黎明時分,王婆婆掩埋好了那些屍體和槍支等物品,心情沉重的回到了村東莊院,長嘆一聲,飛身越過了院牆,走進了自己的廂房內。
明月聽到房門聲響,悠悠醒轉。
「師父。」明月坐起身來。
王婆婆坐到了床邊,輕輕的嘆道:「明月,你師太師父死了,還有吳先生。」
明月聞言大吃一驚:「師父……」
王婆婆當即將夜裡發生的事情敘述了一遍,不無懊悔的說道:「唉,我有預感到吳道明他倆可能有事,可還是去晚了一步,天數使然啊。」
明月此刻已經撲進了王婆婆的懷裡失聲啜泣起來。
王婆婆摩挲著她的肩膀,目光不經意的落在了郭公葬尺上……
「咦,葬尺怎麼完全變色了?」王婆婆驚詫道。
明月止住了抽泣,拿起郭公葬尺,果然那尺子已經從上到下通體變成了灰白色,她呆呆的看著,然後迷惑不解的搖了搖頭。
王婆婆伸手接過葬尺,心中頓時驚訝不已,郭公葬尺已經完全感覺不到有絲毫的能量了。
「奇怪,也許是在墓穴裡埋藏得太久了,磁場被大地吸收了。」王婆婆自言自語道。
「嘭嘭。」門口傳來了敲門聲。
王婆婆開門,朱醫生走進來說道:「山人的情況不太好。」
「我去看看。」王婆婆說著隨同朱醫生來到了荷香的房間。
荷香同蘭兒一宿未睡,兩人的眼睛俱是紅腫著。
吳楚山人氣弱遊絲,仍舊是昏迷不醒,王婆婆手按其額,觸之冰涼,可見其血脈依然不通。
「我這就去把寒生救出來。」王婆婆面色鄭重的說道。
王婆婆回到自己的房間,明月這時已經起來穿戴整齊了,兩人辭別朱醫生後,出門趕往婺源縣城。

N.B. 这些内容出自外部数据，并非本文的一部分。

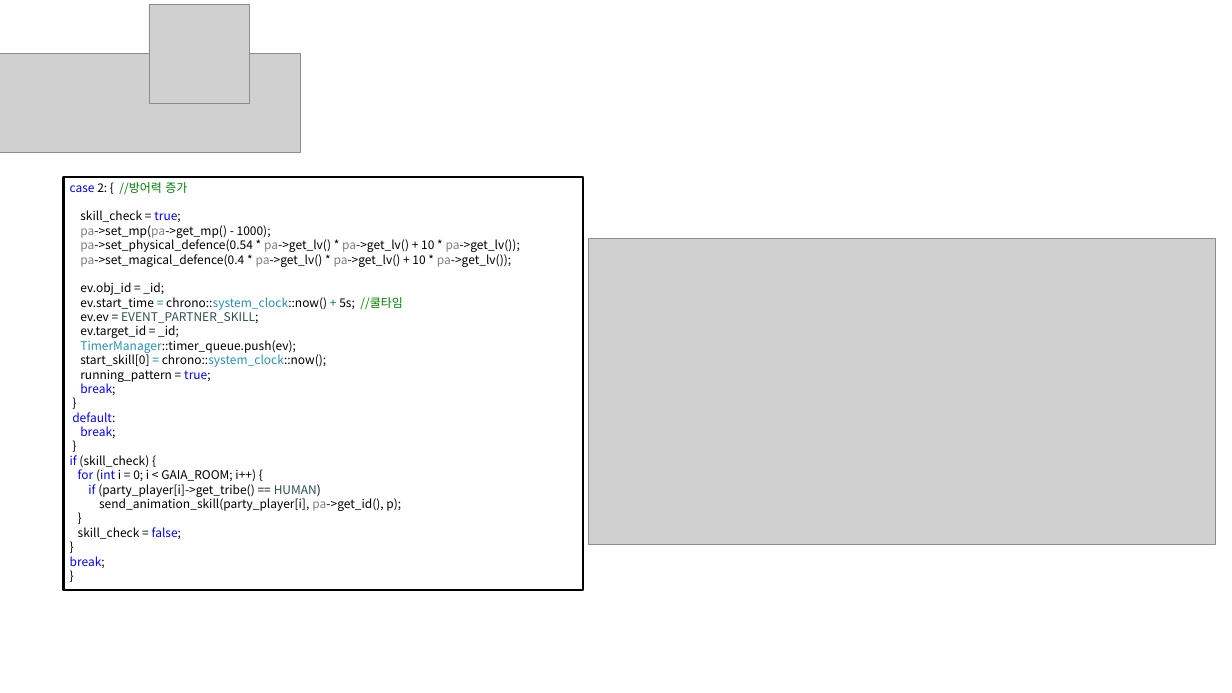
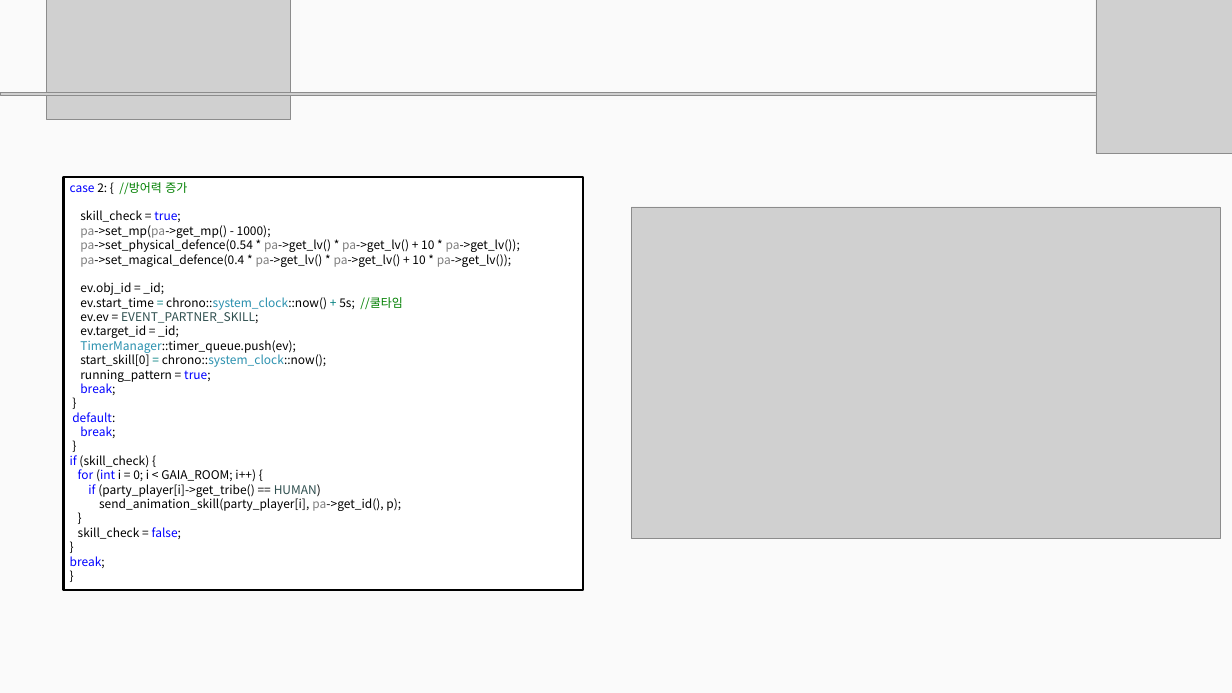
Before and after one commit to hjs0913/SSU, a slide deck: slide 8 of 포트폴리오/2017184030_정의범_포트폴리오.pptx (slide 9 before the commit). Drawn at 1232x693 pixels with LibreOffice and Linux fonts; fonts in the diff are those of the drawing; grey boxes stand for pictures; background and template pictures are left out. Boxes give left, top, right and bottom in pixels: in the first picture for what was removed or moved away, otherwise in the second. Text is boxed around its words. In the diff, an @@ line names an element or a change of style, - is before the commit and + after.

```diff
--- a/포트폴리오/2017184030_정의범_포트폴리오.pptx
+++ b/포트폴리오/2017184030_정의범_포트폴리오.pptx
@@ background picture (left out) to #FAFAFA @@
@@ picture added at [46, 0, 290, 120] @@
@@ picture removed at [149, 4, 249, 103] @@
@@ picture added at [1096, 0, 1232, 153] @@
@@ picture removed at [0, 54, 301, 152] @@
@@ picture added at [0, 92, 1178, 95] @@
@@ picture: place and size @@
-picture at [589, 239, 1216, 545]
+picture at [631, 207, 1220, 538]
```
Also in this commit, not shown: 8 other slides changed, 7 slides added, 11 slides removed.

遠處山坡上的大樟樹下,陽公「噓」了一聲,忙和老陰婆及乾老大躲藏在了樹後,偷偷窺視著山下莊院的大門口處。
「是師父!」老陰婆輕聲驚呼道。
「別作聲。」陽公說道,一面目不轉睛的望著王婆婆和明月二人匆匆的走出了院門,沿著那條砂石路出村,然後奔縣城方向而去。
「師父怎麼會出現在朱家?」老陰婆望著遠去的王婆婆和明月的背影小聲說道。
「不知道,嗯,看起來我們要謹慎從事,這個小小的院落裡不知道還潛伏著什麼高手,我看這樣,乾老大先去刺探一番,探探虛實。」陽公沉吟道。
「是,師父,上次我把朱彪的屍首揹回來的,朱醫生應該不會將我拒之門外的,進去了以後再隨機應變。」乾老大滿有把握的說道。
「好,我和師孃在這裡等你的訊息。」陽公吩咐道。
乾老大晃晃悠悠的下了山坡,朝著朱家大門走去。
朱醫生驚訝的望見乾老大走進了大門。
「朱醫生你好啊,怎麼,不認識乾老大了麼?」乾老大呵呵笑道。
「你,你和陽公一道來的?」朱醫生警惕的說道,心想壞了,莫不是陽公追殺吳楚山人來到了南山村?王婆婆已經走了,這便如何是好。
「陽公?我已經很久沒見到我師父了,不是去了香港了麼?」乾老大故作驚訝的反問道。
朱醫生疑惑的望著他,緩緩說道:「你來有什麼事兒?」
「我是路過南山村,順便前來拜訪一下朱醫生和吳楚山人。」乾老大隨意的說著,同時眼睛朝四下裡望去。
朱醫生瞧在眼裡,知其不懷好意,很可能陽公就在外面,定是來追殺山人的,心中想著,額頭上沁出冷汗來。
「朱醫生,你出汗了。」乾老大說道,他畢竟是老江湖了,已經看出來朱醫生內心的不安。
「哦,方才在廚房間忙活著了。」朱醫生支吾道。
這時,蘭兒從廂房裡走出來,一手抱著沈才華,一手抱著皺皮女嬰,準備回自己的房間去,婆婆和明月走了,她來照顧兩個嬰兒。
「那不是陽公和老祖的女兒麼?怎麼在你們這裡呢?」乾老大一眼瞥見,口中說著同時迎上前去攔住了蘭兒。
朱醫生一見心中著急,忙道:「蘭兒,外面冷,快帶孩子進到屋裡去。」
乾老大心想,此刻搶過女嬰易如反掌,但是還未探明這所院子裡是否還有其他人,先不急於一時,於是側身讓開通道,眼瞅著蘭兒走進了房間。